Paul Krugman: Enron's Second Coming?
It's déjà vu all over again:
Enron’s Second Coming?, by Paul Krugman, Commentary, NY Times: In May 2005 NYSE Magazine featured ... a glowing profile of Angelo Mozilo, the chairman and C.E.O. of Countrywide Financial... The article portrayed Mr. Mozilo as a heckuva guy — a man from a humble background determined to help other people, especially members of minority groups, achieve the American dream of homeownership.
The article didn’t mention one of Mr. Mozilo’s other distinguishing characteristics... Last year Mr. Mozilo was paid $142 million, making him the seventh-highest-paid chief executive in America.
These days, of course, Mr. Mozilo doesn’t look like such a wonderful guy, after all. Instead, he’s starting to bring back memories of other people who used to be praised not just as great businessmen but as great human beings — people like Enron’s Ken Lay and WorldCom’s Bernie Ebbers.
So far, nobody has accused Mr. Mozilo of breaking the law. Still, what we’re learning from the housing mess is that the crisis of corporate governance, which made headlines in the early years of this decade, never went away.
At this point it appears that Mr. Mozilo achieved the rare feat of victimizing three distinct groups. First were the borrowers. ...Countrywide often led customers to “high-cost and sometimes unfavorable loans” that, among other things, generated “outsize fees to company affiliates providing services on the loans.”
Then there are the investors who bought those Countrywide mortgages directly or indirectly, in the form of financial instruments... You can’t especially single out Countrywide for the failure of investors to realize how much risk they were taking on... But Countrywide made more questionable loans than anyone else — and its post bubble behavior does stand out. ...
Last but not least, since it may be the key to the whole story, is the victimization of Countrywide’s own stockholders. Last year Mr. Mozilo’s huge compensation drew a protest from a group of shareholders... But the worst was yet to come.
In late 2006, ... Mr.
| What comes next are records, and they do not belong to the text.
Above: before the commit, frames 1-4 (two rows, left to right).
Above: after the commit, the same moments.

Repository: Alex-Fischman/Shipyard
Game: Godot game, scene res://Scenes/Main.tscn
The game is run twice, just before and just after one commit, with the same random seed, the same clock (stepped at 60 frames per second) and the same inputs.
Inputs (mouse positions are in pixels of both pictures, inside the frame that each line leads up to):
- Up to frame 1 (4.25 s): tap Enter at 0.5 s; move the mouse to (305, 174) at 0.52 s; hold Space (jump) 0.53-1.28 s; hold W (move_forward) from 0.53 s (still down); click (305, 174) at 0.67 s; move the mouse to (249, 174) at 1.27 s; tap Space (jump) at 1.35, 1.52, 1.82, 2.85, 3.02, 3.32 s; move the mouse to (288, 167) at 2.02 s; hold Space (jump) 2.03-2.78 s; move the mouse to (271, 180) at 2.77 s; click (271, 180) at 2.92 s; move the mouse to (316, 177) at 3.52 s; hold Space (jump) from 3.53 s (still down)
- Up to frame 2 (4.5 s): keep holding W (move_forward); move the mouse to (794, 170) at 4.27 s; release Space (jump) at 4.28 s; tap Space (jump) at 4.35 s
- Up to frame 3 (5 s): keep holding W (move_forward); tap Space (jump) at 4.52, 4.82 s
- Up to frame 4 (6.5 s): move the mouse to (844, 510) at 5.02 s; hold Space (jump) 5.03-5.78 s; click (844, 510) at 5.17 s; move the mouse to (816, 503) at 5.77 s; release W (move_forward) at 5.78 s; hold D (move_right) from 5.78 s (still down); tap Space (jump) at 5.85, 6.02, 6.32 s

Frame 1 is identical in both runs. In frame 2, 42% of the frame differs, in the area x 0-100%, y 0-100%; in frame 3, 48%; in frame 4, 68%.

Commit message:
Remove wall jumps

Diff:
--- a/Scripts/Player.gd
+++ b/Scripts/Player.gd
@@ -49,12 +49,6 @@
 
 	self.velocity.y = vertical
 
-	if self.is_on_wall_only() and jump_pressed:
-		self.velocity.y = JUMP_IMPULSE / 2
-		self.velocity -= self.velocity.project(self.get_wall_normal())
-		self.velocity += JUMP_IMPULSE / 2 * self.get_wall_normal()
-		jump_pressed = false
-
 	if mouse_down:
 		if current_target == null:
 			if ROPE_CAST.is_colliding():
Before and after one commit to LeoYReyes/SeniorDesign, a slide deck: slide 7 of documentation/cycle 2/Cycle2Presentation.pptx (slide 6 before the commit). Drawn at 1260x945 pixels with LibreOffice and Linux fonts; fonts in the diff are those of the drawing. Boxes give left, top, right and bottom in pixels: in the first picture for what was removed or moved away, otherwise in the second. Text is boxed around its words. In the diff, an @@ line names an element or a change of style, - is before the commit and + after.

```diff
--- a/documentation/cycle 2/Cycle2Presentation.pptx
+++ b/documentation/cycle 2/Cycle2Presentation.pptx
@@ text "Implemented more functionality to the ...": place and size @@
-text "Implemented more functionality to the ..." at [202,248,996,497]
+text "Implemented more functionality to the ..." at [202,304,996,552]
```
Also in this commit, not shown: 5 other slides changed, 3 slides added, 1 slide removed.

Mozilo was selling. Between November 2006 and August 2007 — that is, during the months before investors fully realized the extent to which his company would be hurt by the subprime mortgage crisis — he unloaded $138 million worth of Countrywide’s stock. ...
[H]ow can it be that so soon after Enron, WorldCom and other scandals rocked the business world, we’re once again hearing about executives cashing in just before their companies are revealed as less successful than advertised? The answer, of course, is that we never dealt properly with those scandals.
Here’s what I wrote back in May 2003:
Last summer it seemed, briefly, as if the torrent of scandals ... would bring about a public backlash against corporate malfeasance. But then the topic largely vanished from the news, driven out by reports about Iraq’s nuclear weapons program and all that. And after the midterm elections, which put apologists for corporate insiders back in control of all the relevant Congressional committees, we might as well have had the sirens sound the all-clear.
Sure enough, C.E.O. paychecks, which came partway back to earth in 2002, more than doubled between 2003 and 2006. And with those huge paychecks came renewed incentives for malfeasance. Once again, executives could become richer than Croesus by creating the illusion of success, even for a little while.
There is one big difference this time: the number of victims — misled borrowers, homeowners whose neighborhoods are being destroyed by foreclosures, investors who thought they were buying safe assets — is even larger.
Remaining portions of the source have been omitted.